__What is required__.
The records must be duplicated exactly, with every picture left out.

__Information supplied__.
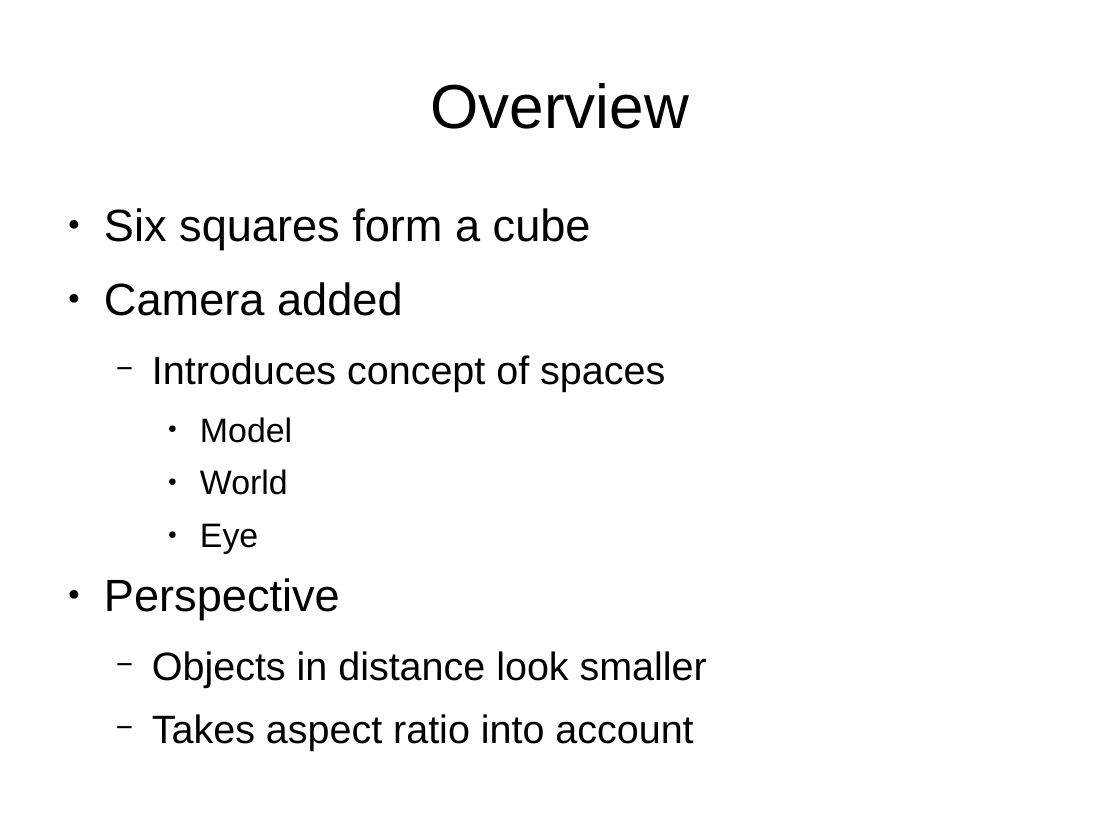
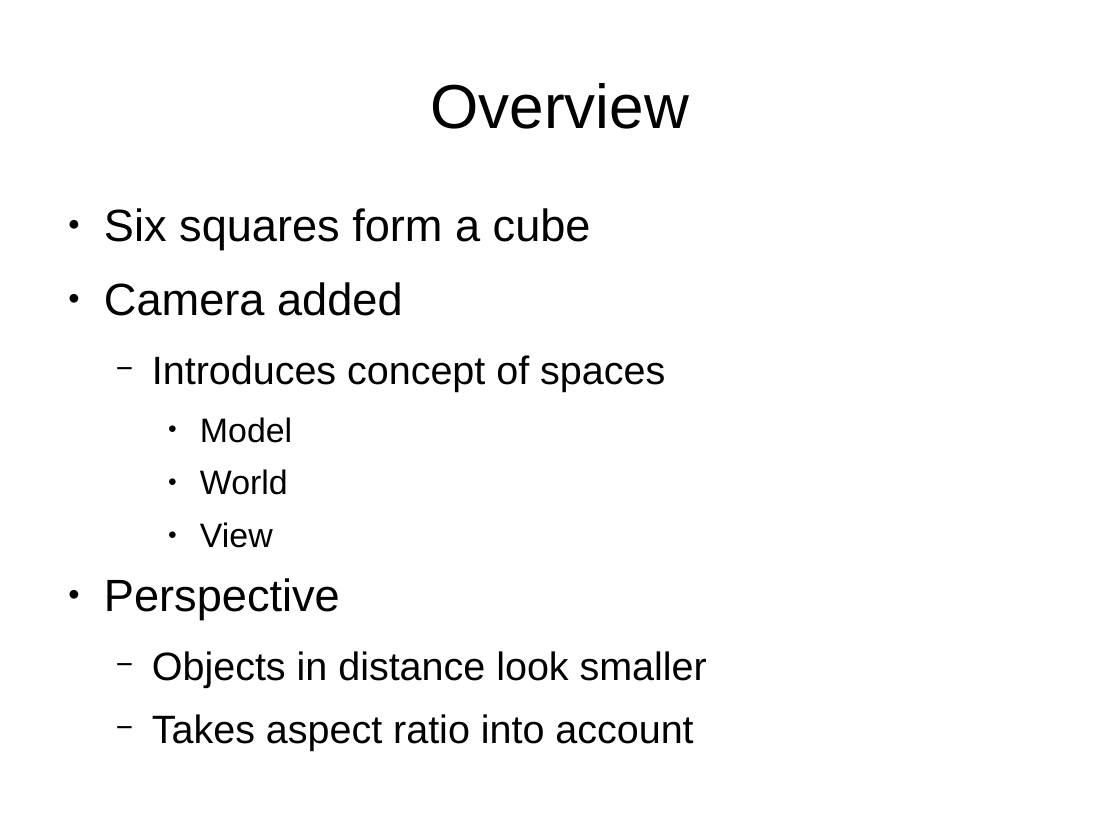
Before and after one commit to jayschwa/3d-opengl-presentation, a slide deck: slide 27 of Slides.odp. Drawn at 1120x840 pixels with LibreOffice and Linux fonts; fonts in the diff are those of the drawing. Boxes give left, top, right and bottom in pixels: in the first picture for what was removed or moved away, otherwise in the second. Text is boxed around its words. In the diff, an @@ line names an element or a change of style, - is before the commit and + after.

```diff
--- a/Slides.odp
+++ b/Slides.odp
@@ text at (200,522,273,548): text changed @@
-    ● Eye
+    ● View
```
Also in this commit, not shown: 1 other slide changed, 5 slides added.
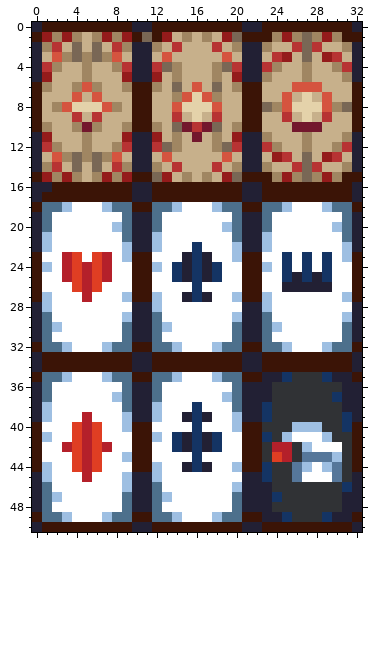
File history of a pixel-art sprite, Entities/Spells/CardDeck/Card.png. The picture above was drawn from the file before the commit.
The file is 33x51 pixels. Colours within 5 levels of each other are drawn and written as one.
The same view after the edit:
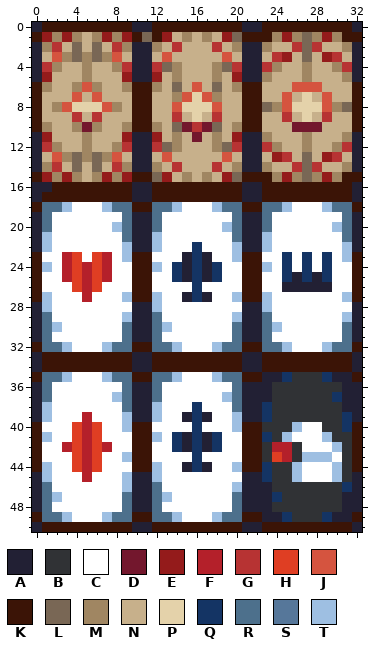
Palette (. is transparent): A #222034  B #303235  C #ffffff  D #73172d  E #941b1b  F #b4202a  G #b73333  H #df3e23  J #d5543f  K #3b1406  L #796755  M #a08662  N #c7b08b  P #e4d2aa  Q #143464  R #4d708c  S #56779a  T #9ebfe2
The exact change:
Colour C replaces colour T in row 40 at x 27 to 28; in row 42 at x 27; in row 43 at x 30; in row 44 at x 27 and 29.
Colour T replaces colour C in row 42 at x 30.
Colour T replaces colour S in row 43 at x 27 to 29; in rows 44 to 45 at x 26 and 30.
Boxes around the changes in both pictures, in picture pixels (x1, y1, x2, y2):
changed: (292, 422, 342, 482)
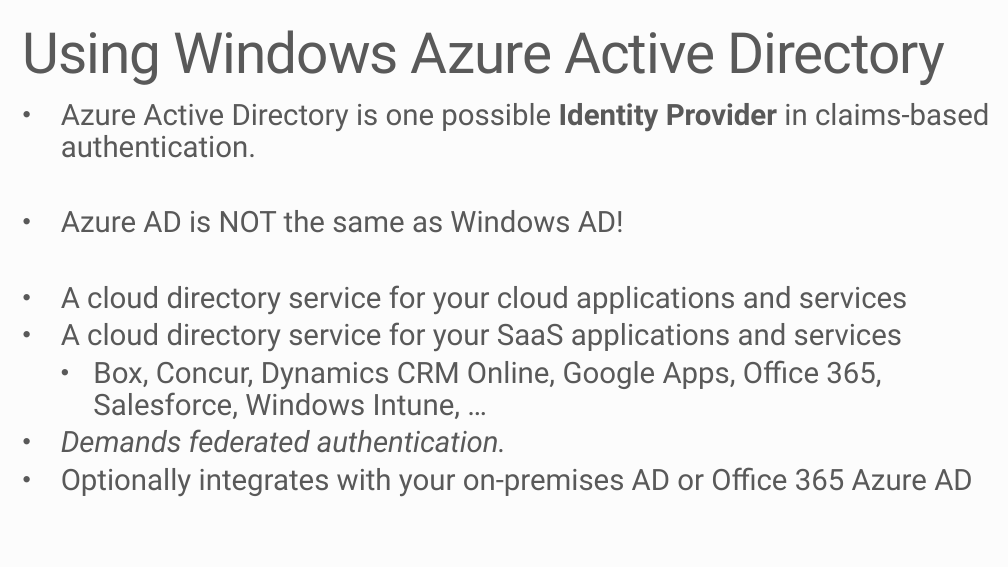
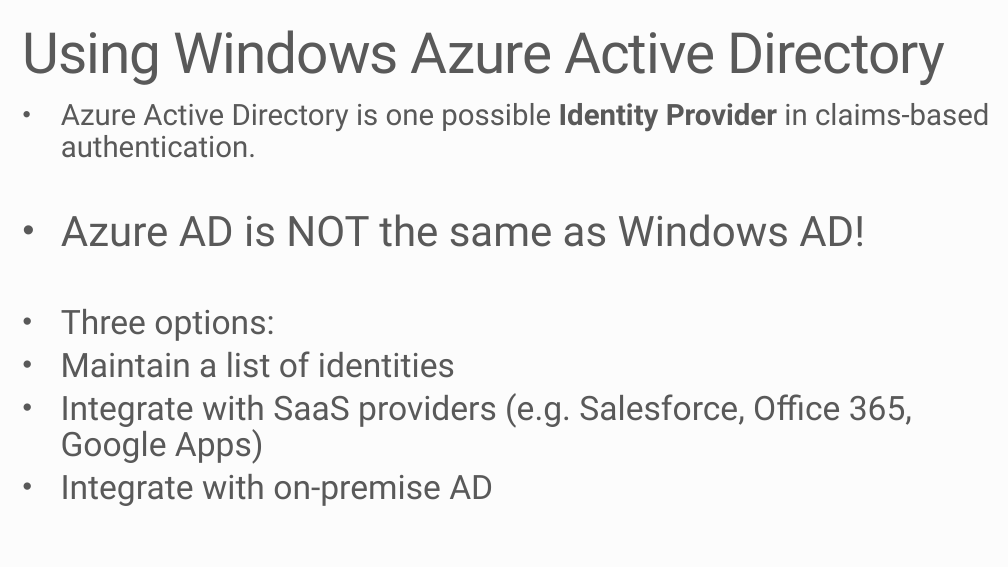
Before and after one commit to MRCollective/WindowsAzureBootcampPerth2014, a slide deck: slide 12 of 7_Authentication/Authentication.pptx (slide 13 before the commit). Drawn at 1008x567 pixels with LibreOffice and Linux fonts; fonts in the diff are those of the drawing. Boxes give left, top, right and bottom in pixels: in the first picture for what was removed or moved away, otherwise in the second. Text is boxed around its words. In the diff, an @@ line names an element or a change of style, - is before the commit and + after.

```diff
--- a/7_Authentication/Authentication.pptx
+++ b/7_Authentication/Authentication.pptx
@@ text at [61, 214, 865, 247]: size 28 to 40 pt in "Azure AD is NOT the same as ..."; more space between paragraphs @@
@@ text at [61, 309, 912, 506]: text changed; size 28 to 32 pt @@
-• A cloud directory service for your cloud applications and services
-• A cloud directory service for your SaaS applications and services
-  • Box, Concur, Dynamics CRM Online, Google Apps, Office 365, Salesforce, Windows Intune, …
-• Demands federated authentication.
-• Optionally integrates with your on-premises AD or Office 365 Azure AD
+• Three options:
+• Maintain a list of identities
+• Integrate with SaaS providers (e.g. Salesforce, Office 365, Google Apps)
+• Integrate with on-premise AD
```
Also in this commit, not shown: 7 other slides changed, 7 slides added, 17 slides removed, 5 other files.
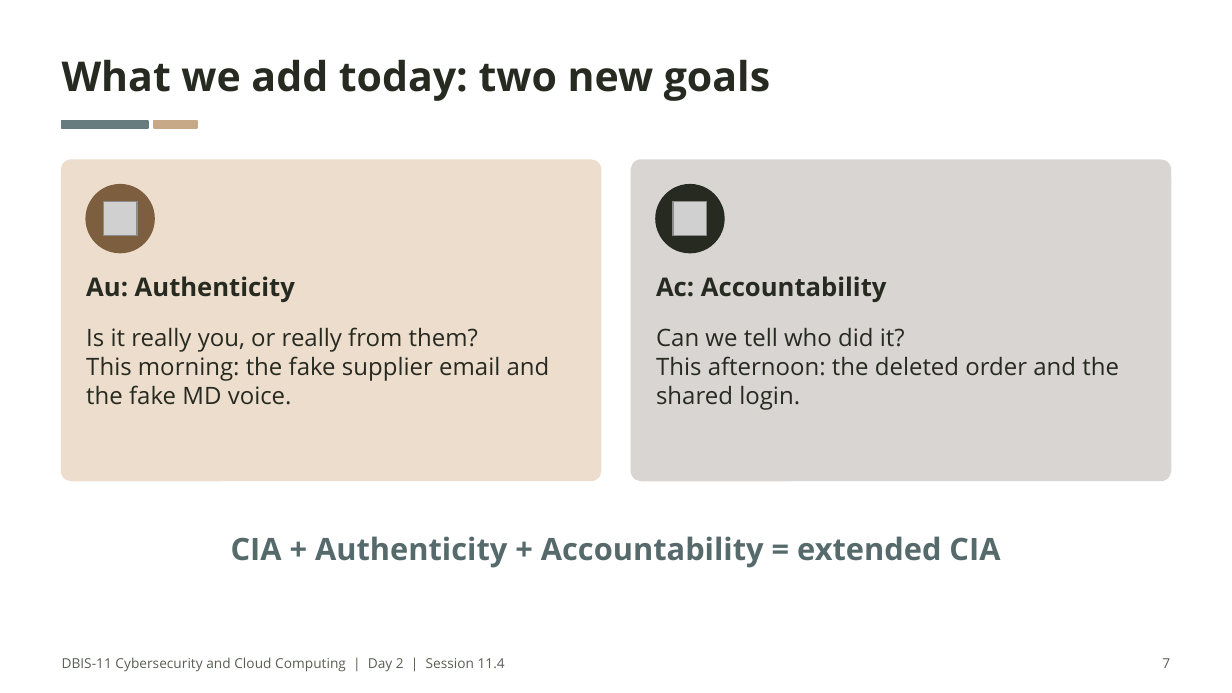
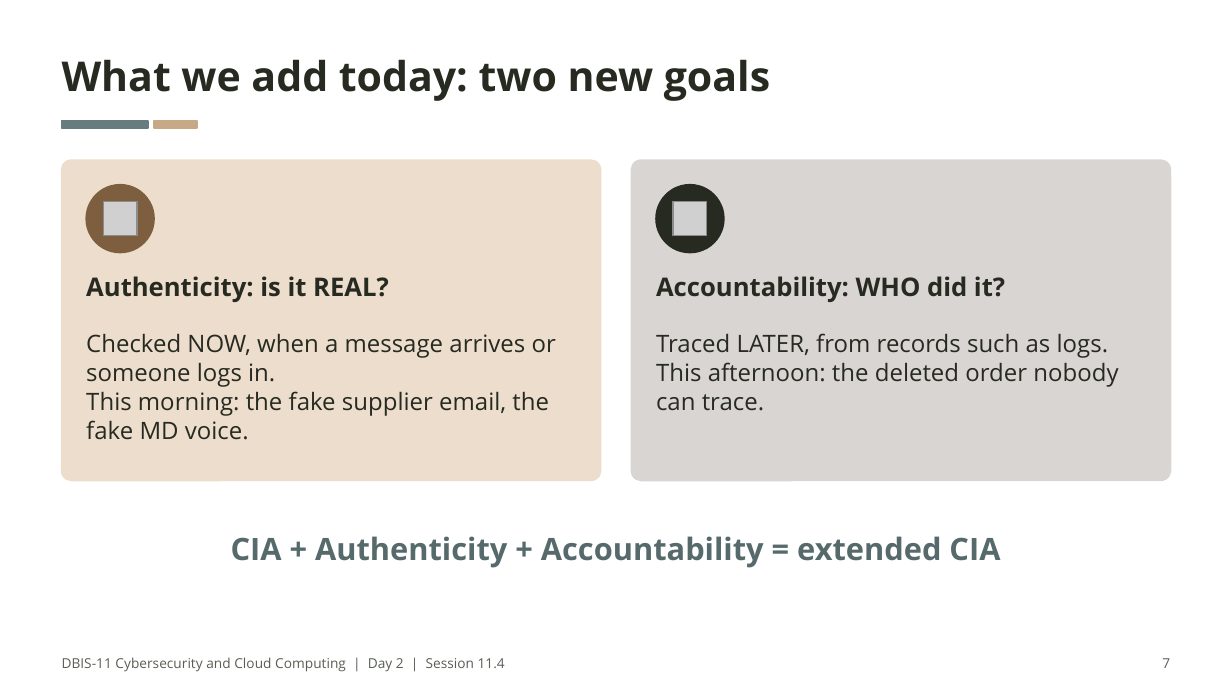
Before and after one commit to nirangadh/DBIS-Cybersecurity-and-Cloud-Computing, a slide deck: slide 7 of slides/11-04-proving-who-you-are.pptx. Drawn at 1232x693 pixels with LibreOffice and Linux fonts; fonts in the diff are those of the drawing; grey boxes stand for pictures. Boxes give left, top, right and bottom in pixels: in the first picture for what was removed or moved away, otherwise in the second. Text is boxed around its words. In the diff, an @@ line names an element or a change of style, - is before the commit and + after.

```diff
--- a/slides/11-04-proving-who-you-are.pptx
+++ b/slides/11-04-proving-who-you-are.pptx
@@ text at box(86, 276, 389, 302): text changed @@
-Au: Authenticity
+Authenticity: is it REAL?
@@ text at box(656, 276, 1005, 302): text changed @@
-Ac: Accountability
+Accountability: WHO did it?
@@ text at box(86, 333, 556, 440): text changed @@
-Is it really you, or really from them?
-This morning: the fake supplier email and the fake MD voice.
+Checked NOW, when a message arrives or someone logs in.
+This morning: the fake supplier email, the fake MD voice.
@@ text at box(656, 333, 1118, 411): text changed @@
-Can we tell who did it?
-This afternoon: the deleted order and the shared login.
+Traced LATER, from records such as logs.
+This afternoon: the deleted order nobody can trace.
```
Also in this commit, not shown: 20 other slides changed, 5 slides added, 27 other files.

__Exercise output__.
Before and after one commit to jayschwa/3d-opengl-presentation, a slide deck: slide 27 of Slides.odp. Drawn at 1120x840 pixels with LibreOffice and Linux fonts; fonts in the diff are those of the drawing. Boxes give left, top, right and bottom in pixels: in the first picture for what was removed or moved away, otherwise in the second. Text is boxed around its words. In the diff, an @@ line names an element or a change of style, - is before the commit and + after.

```diff
--- a/Slides.odp
+++ b/Slides.odp
@@ text at (200,522,273,548): text changed @@
-    ● Eye
+    ● View
```
Also in this commit, not shown: 1 other slide changed, 5 slides added.
File history of a pixel-art sprite, Entities/Spells/CardDeck/Card.png. The picture above was drawn from the file before the commit.
The file is 33x51 pixels. Colours within 5 levels of each other are drawn and written as one.
The same view after the edit:
Palette (. is transparent): A #222034  B #303235  C #ffffff  D #73172d  E #941b1b  F #b4202a  G #b73333  H #df3e23  J #d5543f  K #3b1406  L #796755  M #a08662  N #c7b08b  P #e4d2aa  Q #143464  R #4d708c  S #56779a  T #9ebfe2
The exact change:
Colour C replaces colour T in row 40 at x 27 to 28; in row 42 at x 27; in row 43 at x 30; in row 44 at x 27 and 29.
Colour T replaces colour C in row 42 at x 30.
Colour T replaces colour S in row 43 at x 27 to 29; in rows 44 to 45 at x 26 and 30.
Boxes around the changes in both pictures, in picture pixels (x1, y1, x2, y2):
changed: (292, 422, 342, 482)
Before and after one commit to MRCollective/WindowsAzureBootcampPerth2014, a slide deck: slide 12 of 7_Authentication/Authentication.pptx (slide 13 before the commit). Drawn at 1008x567 pixels with LibreOffice and Linux fonts; fonts in the diff are those of the drawing. Boxes give left, top, right and bottom in pixels: in the first picture for what was removed or moved away, otherwise in the second. Text is boxed around its words. In the diff, an @@ line names an element or a change of style, - is before the commit and + after.

```diff
--- a/7_Authentication/Authentication.pptx
+++ b/7_Authentication/Authentication.pptx
@@ text at [61, 214, 865, 247]: size 28 to 40 pt in "Azure AD is NOT the same as ..."; more space between paragraphs @@
@@ text at [61, 309, 912, 506]: text changed; size 28 to 32 pt @@
-• A cloud directory service for your cloud applications and services
-• A cloud directory service for your SaaS applications and services
-  • Box, Concur, Dynamics CRM Online, Google Apps, Office 365, Salesforce, Windows Intune, …
-• Demands federated authentication.
-• Optionally integrates with your on-premises AD or Office 365 Azure AD
+• Three options:
+• Maintain a list of identities
+• Integrate with SaaS providers (e.g. Salesforce, Office 365, Google Apps)
+• Integrate with on-premise AD
```
Also in this commit, not shown: 7 other slides changed, 7 slides added, 17 slides removed, 5 other files.
Before and after one commit to nirangadh/DBIS-Cybersecurity-and-Cloud-Computing, a slide deck: slide 7 of slides/11-04-proving-who-you-are.pptx. Drawn at 1232x693 pixels with LibreOffice and Linux fonts; fonts in the diff are those of the drawing; grey boxes stand for pictures. Boxes give left, top, right and bottom in pixels: in the first picture for what was removed or moved away, otherwise in the second. Text is boxed around its words. In the diff, an @@ line names an element or a change of style, - is before the commit and + after.

```diff
--- a/slides/11-04-proving-who-you-are.pptx
+++ b/slides/11-04-proving-who-you-are.pptx
@@ text at box(86, 276, 389, 302): text changed @@
-Au: Authenticity
+Authenticity: is it REAL?
@@ text at box(656, 276, 1005, 302): text changed @@
-Ac: Accountability
+Accountability: WHO did it?
@@ text at box(86, 333, 556, 440): text changed @@
-Is it really you, or really from them?
-This morning: the fake supplier email and the fake MD voice.
+Checked NOW, when a message arrives or someone logs in.
+This morning: the fake supplier email, the fake MD voice.
@@ text at box(656, 333, 1118, 411): text changed @@
-Can we tell who did it?
-This afternoon: the deleted order and the shared login.
+Traced LATER, from records such as logs.
+This afternoon: the deleted order nobody can trace.
```
Also in this commit, not shown: 20 other slides changed, 5 slides added, 27 other files.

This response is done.